Another company, Nisshinbo in Japan, has found that ionic liquids can make excellent electrolytes for storing energy. Nisshinbo has developed an electric double layer capacitor (EDLC) that uses the ionic liquid [DEME-BF.sub.4] as the electrolyte. '[DEME-BF.sub.4] is a better electrolyte compared to [typical] solid ones, especially in long term use,' says Gen Masuda, senior research associate at Nisshibo. 'Where other solid electrolytes often solidify out of the electrolyte, lowering performance, [DEME-BF.sub.4] does not.'

These capacitors have a very high energy density and Masuda's group has run a small buggy for 10km on only a 1 minute charge (Electrochim Acta 2004, 49, 3603). Nisshinbo has now commercialised this technology and the capacitors are finding their way into hybrid cars and trains where the EDLCs are continually recharged by braking which turns kinetic energy into electrical energy.

Soak up the sun

And ionic liquids are being exploited for other power applications. The ColorSol consortium is combining several European companies' manufacturing skills with expertise from the Fraunhofer Institute for Solar Energy Systems to produce dye-sensitised solar cells (DSCs). These cells use a light-harvesting dye, immobilised on nanocrystalline titanium dioxide. But to allow the dye to transfer its energy, an electrolyte is needed and ionic liquids once again fit the bill.
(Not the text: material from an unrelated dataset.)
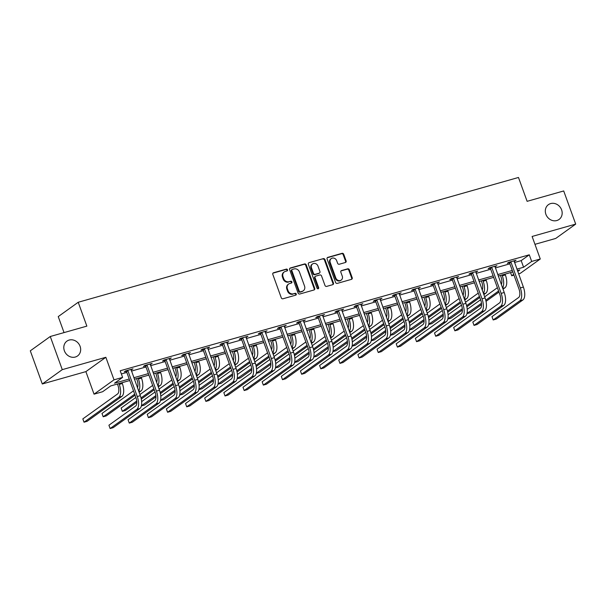 <?xml version="1.0" encoding="UTF-8"?>
<svg xmlns="http://www.w3.org/2000/svg" width="606" height="606" viewBox="0 0 606 606"><rect width="100%" height="100%" fill="white"/><g stroke="black" fill="none" stroke-linecap="round" stroke-linejoin="round"><path stroke-width="0.91" d="M287.524 269.791A0.977 0.864 54.3 0 0 286.35 269.117L273.541 272.745A1.401 1.235 54.3 0 0 272.806 274.389L281.29 297.819A1.401 1.235 54.3 0 0 282.964 298.773L295.766 295.145A0.977 0.864 54.3 0 0 295.107 293.327L293.455 293.796A4.477 3.954 54.3 0 1 288.092 290.721L287.38 288.774A4.477 3.954 54.3 0 1 288.63 284.04A4.477 3.954 54.3 0 1 289.729 283.517L291.388 283.047A0.977 0.864 54.3 0 0 290.728 281.222L289.07 281.692A4.477 3.954 54.3 0 1 283.706 278.624L283.002 276.669A4.477 3.954 54.3 0 1 284.252 271.942A4.477 3.954 54.3 0 1 285.35 271.412L287.009 270.943A0.977 0.864 54.3 0 0 287.524 269.791M286.933 270.965A0.977 0.864 54.3 0 0 285.805 269.503L273.003 273.139A1.401 1.235 54.3 0 0 272.958 273.147M295.698 295.167A0.977 0.864 54.3 0 0 294.569 293.713L293.455 293.796M291.312 283.063A0.977 0.864 54.3 0 0 290.191 281.608L289.07 281.692M545.885 214.282A9.113 8.067 54.3 0 0 559.058 219.463A9.113 8.067 54.3 0 0 561.595 209.827A9.113 8.067 54.3 0 0 548.422 204.654A9.113 8.067 54.3 0 0 545.885 214.282M64.372 350.776A9.113 8.067 54.3 0 0 77.545 355.957A9.113 8.067 54.3 0 0 80.09 346.321A9.113 8.067 54.3 0 0 66.918 341.14A9.113 8.067 54.3 0 0 64.372 350.776M345.375 262.504A1.401 1.235 54.3 0 0 346.109 260.86L343.731 254.285A1.401 1.235 54.3 0 0 342.049 253.331L327.831 257.361A1.401 1.235 54.3 0 0 327.096 259.004L335.58 282.426A1.401 1.235 54.3 0 0 337.254 283.388L351.472 279.358A1.401 1.235 54.3 0 0 352.207 277.715L349.336 269.776A1.401 1.235 54.3 0 0 347.662 268.814L341.572 270.541A1.401 1.235 54.3 0 0 340.837 272.185L342.261 276.124A3.742 3.31 54.3 0 1 341.223 280.07A3.742 3.31 54.3 0 1 335.815 277.949L330.232 262.527A3.742 3.31 54.3 0 1 331.277 258.573A3.742 3.31 54.3 0 1 336.678 260.701L337.61 263.269A1.401 1.235 54.3 0 0 339.292 264.231L345.375 262.504M514.486 262.519L521.183 260.618L529.28 254.808L531.682 261.436L540.272 258.997L520.304 273.329L518.577 273.821M50.268 336.504L62.267 369.645L42.299 383.977L30.3 350.829L50.268 336.504L86.855 326.126L78.219 302.265L518.478 177.467L527.114 201.328L563.701 190.958L575.7 224.106L532.113 236.461L540.272 258.997M42.299 383.977L85.885 371.622L105.853 357.29L62.267 369.645M105.853 357.29L114.011 379.833L122.609 377.394L114.511 383.204L129.229 379.03M529.28 254.808L120.208 370.766L122.609 377.394M306.25 264.913A1.401 1.235 54.3 0 0 304.576 263.951L290.357 267.981A1.401 1.235 54.3 0 0 289.623 269.625L298.099 293.054A1.401 1.235 54.3 0 0 299.773 294.008L313.999 289.979A1.401 1.235 54.3 0 0 314.734 288.335L306.25 264.913L305.712 265.299A1.401 1.235 54.3 0 0 304.038 264.337L289.812 268.375A1.401 1.235 54.3 0 0 289.774 268.382M309.09 262.671L323.316 258.641A1.401 1.235 54.3 0 1 324.99 259.603L333.467 283.025A1.401 1.235 54.3 0 1 332.732 284.668L326.649 286.396A1.401 1.235 54.3 0 1 324.975 285.434L321.536 275.935A1.401 1.235 54.3 0 0 319.862 274.972L315.824 276.116A1.401 1.235 54.3 0 0 315.09 277.76L318.665 287.653A0.977 0.864 54.3 0 1 316.983 288.13L308.363 264.314A1.401 1.235 54.3 0 1 309.09 262.671L323.316 258.641M534.962 244.324L555.732 238.438L575.7 224.106M78.219 302.265L58.244 316.597L64.039 332.596M121.359 373.955L126.828 372.402M131.434 371.099L145.978 366.971M150.591 365.668L165.127 361.547M169.741 360.237L184.285 356.116M188.898 354.813L203.434 350.685M208.047 349.382L222.591 345.261M227.197 343.95L241.741 339.83M246.354 338.519L260.891 334.398M265.504 333.095L280.048 328.975M284.653 327.664L299.197 323.543M303.811 322.233L318.347 318.112M322.96 316.809L337.504 312.681M342.117 311.378L356.654 307.257M361.267 305.947L375.811 301.826M380.416 300.523L394.96 296.395M399.574 295.092L414.11 290.971M418.723 289.66L433.267 285.54M437.873 284.229L452.417 280.108M457.03 278.805L471.566 274.685M476.18 273.374L490.724 269.253M495.329 267.943L509.873 263.822M131.032 369.978L132.987 368.842L125.624 370.925L124.275 371.895L126.268 371.334M150.19 364.554L152.144 363.411L144.773 365.501L143.425 366.471L145.417 365.903M169.339 359.123L171.293 357.979L163.931 360.07L162.582 361.04L164.574 360.472M188.489 353.692L190.443 352.556L183.08 354.639L181.732 355.608L183.724 355.048M207.646 348.268L209.6 347.124L202.23 349.215L200.881 350.177L202.874 349.617M226.795 342.837L228.75 341.693L221.387 343.784L220.039 344.753L222.031 344.185M245.945 337.406L247.907 336.269L240.537 338.353L239.188 339.322L241.18 338.762M265.102 331.974L267.057 330.838L259.694 332.929L258.338 333.891L260.33 333.33M284.252 326.551L286.206 325.407L278.843 327.498L277.495 328.467L279.487 327.899M303.401 321.119L305.363 319.976L297.993 322.066L296.645 323.036L298.637 322.468M322.559 315.688L324.513 314.552L317.15 316.635L315.802 317.605L317.794 317.044M341.708 310.264L343.663 309.121L336.3 311.211L334.951 312.181L336.944 311.613M360.865 304.833L362.82 303.689L355.449 305.78L354.101 306.75L356.093 306.181M380.015 299.402L381.969 298.266L374.606 300.349L373.258 301.318L375.25 300.758M399.165 293.978L401.127 292.834L393.756 294.925L392.408 295.887L394.4 295.327M418.322 288.547L420.276 287.403L412.906 289.494L411.557 290.463L413.55 289.895M437.471 283.116L439.426 281.979L432.063 284.062L430.714 285.032L432.707 284.464M456.621 277.684L458.583 276.548L451.212 278.639L449.864 279.601L451.856 279.04M475.778 272.261L477.733 271.117L470.37 273.208L469.014 274.177L471.013 273.609M494.928 266.829L496.882 265.686L489.519 267.776L488.171 268.746L490.163 268.178M514.085 261.398L516.039 260.262L508.669 262.345L507.32 263.315L509.313 262.754M513.964 275.124L511.714 275.768L513.683 274.351M510.555 272.579L511.714 275.768M129.767 380.523L110.731 385.916L102.634 391.726L94.044 394.165L114.011 379.833M85.885 371.622L94.044 394.165M516.888 269.147L523.584 267.246L531.682 261.436M133.835 377.727L148.379 373.607M152.992 372.296L167.529 368.175M172.142 366.865L186.686 362.744M191.291 361.441L205.835 357.32M210.449 356.01L224.985 351.889M229.598 350.579L244.142 346.458M248.748 345.155L263.292 341.026M267.905 339.724L282.449 335.603M287.055 334.292L301.599 330.172M306.212 328.861L320.748 324.74M325.361 323.437L339.905 319.317M344.511 318.006L359.055 313.885M363.668 312.575L378.205 308.454M382.818 307.151L397.362 303.023M401.967 301.72L416.511 297.599M421.125 296.289L435.661 292.168M440.274 290.865L454.818 286.736M459.431 285.434L473.968 281.313M478.581 280.002L493.125 275.881M497.731 274.571L512.275 270.45M517.721 271.458L519.804 269.958L517.426 270.632M512.812 271.942L498.268 276.063M493.663 277.366L479.119 281.495M474.506 282.797L459.969 286.918M455.356 288.229L440.812 292.35M436.206 293.652L421.662 297.781M417.049 299.084L402.513 303.205M397.9 304.515L383.356 308.636M378.742 309.946L364.206 314.067M359.593 315.37L345.049 319.491M340.443 320.801L325.899 324.922M321.286 326.233L306.75 330.353M302.136 331.656L287.592 335.785M282.987 337.087L268.443 341.208M263.83 342.519L249.293 346.64M244.68 347.95L230.136 352.071M225.523 353.374L210.986 357.495M206.373 358.805L191.829 362.926M187.224 364.236L172.68 368.357M168.067 369.66L153.53 373.781M148.917 375.091L134.373 379.212M521.183 260.618L523.584 267.246M131.638 369.811L131.449 369.281M150.796 364.38L150.599 363.85M169.945 358.949L169.756 358.419M189.095 353.525L188.905 352.987M208.252 348.094L208.055 347.564M227.401 342.663L227.212 342.132M246.551 337.231L246.362 336.701M265.708 331.808L265.511 331.277M284.858 326.376L284.668 325.846M304.015 320.945L303.818 320.415M323.165 315.521L322.975 314.984M342.314 310.09L342.125 309.56M361.471 304.659L361.274 304.129M380.621 299.235L380.432 298.697M399.771 293.804L399.581 293.274M418.928 288.373L418.731 287.842M438.077 282.941L437.888 282.411M457.235 277.518L457.038 276.987M476.384 272.086L476.195 271.556M495.534 266.655L495.344 266.125M514.691 261.231L514.494 260.694M284.252 271.942L283.706 272.329A4.477 3.954 54.3 0 0 282.464 277.056L283.002 276.669M288.532 282.078A4.477 3.954 54.3 0 1 283.169 279.01L282.464 277.056M288.63 284.04L288.092 284.434A4.477 3.954 54.3 0 0 286.843 289.16L287.38 288.774M292.91 294.183A4.477 3.954 54.3 0 1 287.547 291.107L286.843 289.16M314.044 289.963A1.401 1.235 54.3 0 0 314.188 288.721L305.712 265.299M292.342 269.428A0.977 0.864 54.3 0 0 291.827 270.579L299.266 291.145A0.977 0.864 54.3 0 0 300.44 291.812L302.189 291.319A4.477 3.954 54.3 0 0 303.288 290.789A4.477 3.954 54.3 0 0 304.538 286.062L299.447 272.003A4.477 3.954 54.3 0 0 294.084 268.935L292.342 269.428M291.797 269.814A0.977 0.864 54.3 0 0 291.289 270.965L291.827 270.579M303.288 290.789L302.75 291.175A4.477 3.954 54.3 0 1 301.652 291.706L299.902 292.198A0.977 0.864 54.3 0 1 298.728 291.531L291.289 270.965M332.777 284.653A1.401 1.235 54.3 0 0 332.929 283.411L324.452 259.989A1.401 1.235 54.3 0 0 322.771 259.027M315.476 276.283L314.938 276.669A1.401 1.235 54.3 0 0 314.544 278.146L318.127 288.039L318.665 287.653M318.082 288.82A0.977 0.864 54.3 0 0 318.127 288.039M317.968 266.079A3.742 3.31 54.3 0 0 312.56 263.951A3.742 3.31 54.3 0 0 311.522 267.905L313.484 273.336A1.401 1.235 54.3 0 0 315.165 274.298L319.195 273.154A1.401 1.235 54.3 0 0 319.93 271.511L317.968 266.079M312.56 263.951L312.022 264.337A3.742 3.31 54.3 0 0 310.976 268.291L311.522 267.905M319.544 272.988L319.006 273.374A1.401 1.235 54.3 0 1 318.658 273.541L314.62 274.685A1.401 1.235 54.3 0 1 312.946 273.723L310.976 268.291M331.277 258.573L330.74 258.959A3.742 3.31 54.3 0 0 329.694 262.913L330.232 262.527M341.223 280.07L340.678 280.457A3.742 3.31 54.3 0 1 335.277 278.336L329.694 262.913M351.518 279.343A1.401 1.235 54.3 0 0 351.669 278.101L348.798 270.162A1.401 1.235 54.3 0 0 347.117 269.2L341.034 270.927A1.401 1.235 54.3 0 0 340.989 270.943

Whereas other electrolytes tend to evaporate as they heat up in the sun, ionic liquids do not. Andreas Hinsch, project leader at Fraunhofer Institute for Solar Energy Systems, says that this is very important for sealed systems like DSCs where electrolyte evaporation can break the seal, damaging the solar panel. The market for ionic liquids in DSCs is expected to reach 13-26m [euro] by 2012.

DSCs have several advantages over photovoltaic cells as they work better in low light and are transparent, so can be incorporated in windows or even beach parasols. Hinsch says that large buildings have potentially a huge area to install these cells. 'These solar cells combine aesthetics with energy production,' he adds.

However, problems may still remain for ionic liquids. Ionic liquids' high viscosity, compared with classical molecular solvents, means that pumping large volumes of them about is difficult. 'To get around this problem you need to find clever new ways to do things--new approaches, new materials and that adds cost,' Winterton points out. The other issue is what to do with the ionic liquid once it's served its purpose as recycling them is still problematic. But Seddon remains upbeat about ionic liquids' potential. 'Wherever a liquid is being used an ionic liquid could be doing the job better,' he says.

Ionic liquids explained

* Ionic compounds like table salt melt at over 800[degrees]C, whereas ionic liquids have melting points below 100[degress]C, And many of the ionic liquids that are piquing chemists' interest are liquid at room temperature.

* The reason they are liquid is the size and shape of their ions. The sodium and chloride ions in table salt are very similar in size and pack together tightly to create a solid crystal. Ionic liquids, on the other hand, are made up of asymmetric ions of varying shapes and sizes and it is this disorganised structure that makes them liquid.